- **TASK TO CARRY OUT**: Count every line of the material that holds the string "frames". Respond with the total only.

==========

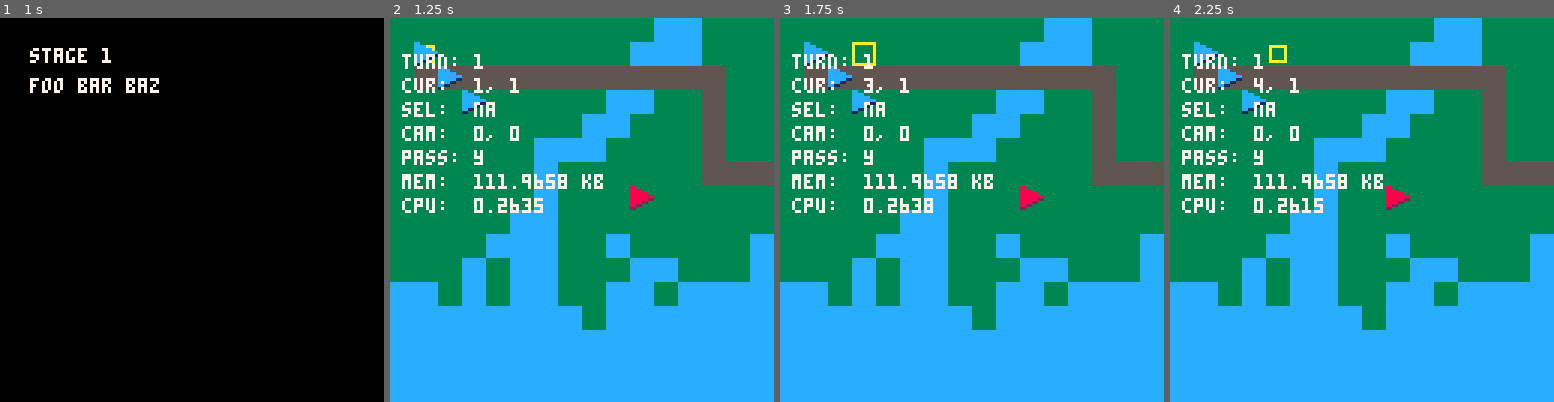
Above: before the commit, frames 1-4 (left to right).
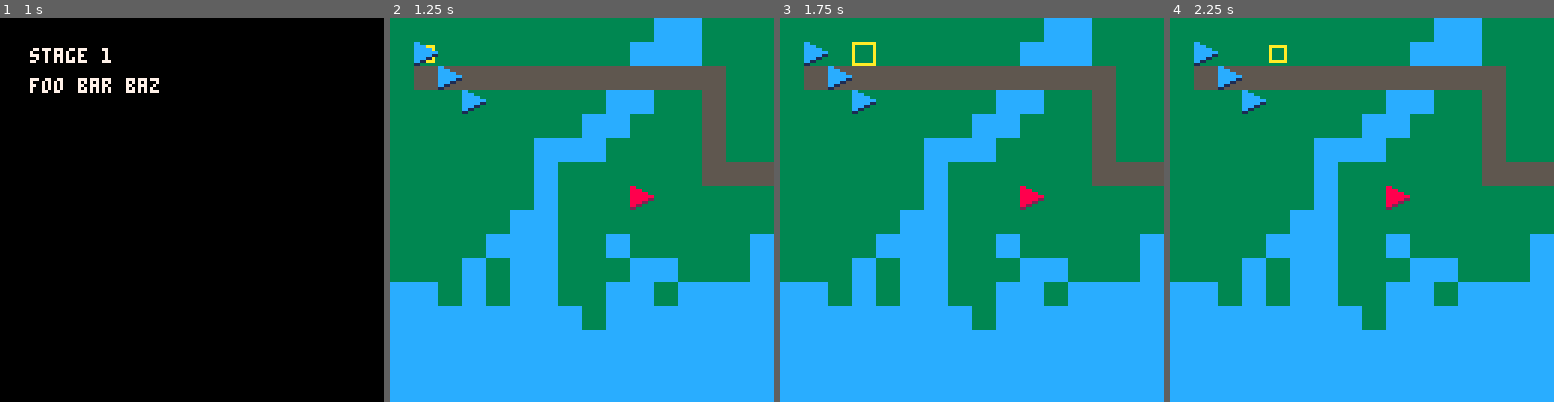
Above: after the commit, the same moments.

Repository: chrisallenlane/balance-of-power
Game: PICO-8 cartridge balance-of-power.p8
The game is run twice, just before and just after one commit, with the same random seed, the same clock (stepped at 60 frames per second) and the same inputs.
Inputs:
- Up to frame 1 (1 s): tap X (X key) at 0.33 s; tap O (Z key) at 0.7 s
- Up to frame 2 (1.25 s): tap X (X key) at 1.07 s
- Up to frame 3 (1.75 s): hold Right from 1.6 s (still down); tap O (Z key) at 1.7 s
- Up to frame 4 (2.25 s): tap X (X key) at 1.85 s; release Right at 2.1 s; tap O (Z key) at 2.1 s; hold Up from 2.15 s (still down)

Frame 1 is identical in both runs. In frame 2, 2.9% of the frame differs, in the area x 3-56%, y 9-51%; in frame 3, 2.9%; in frame 4, 2.9%.

Commit message:
chore(debug): disable debugging
Disable the debugging overlay via configs.

Diff:
--- a/balance-of-power.p8
+++ b/balance-of-power.p8
@@ -3,7 +3,7 @@
 __lua__
 
 -- show/hide on-screen debugging info
-DEBUG_SHOW = true
+DEBUG_SHOW = false
 
 -- TODO: refactor this
 Game = { state = { screen = "title" } }

==========

- **REPLY**: 2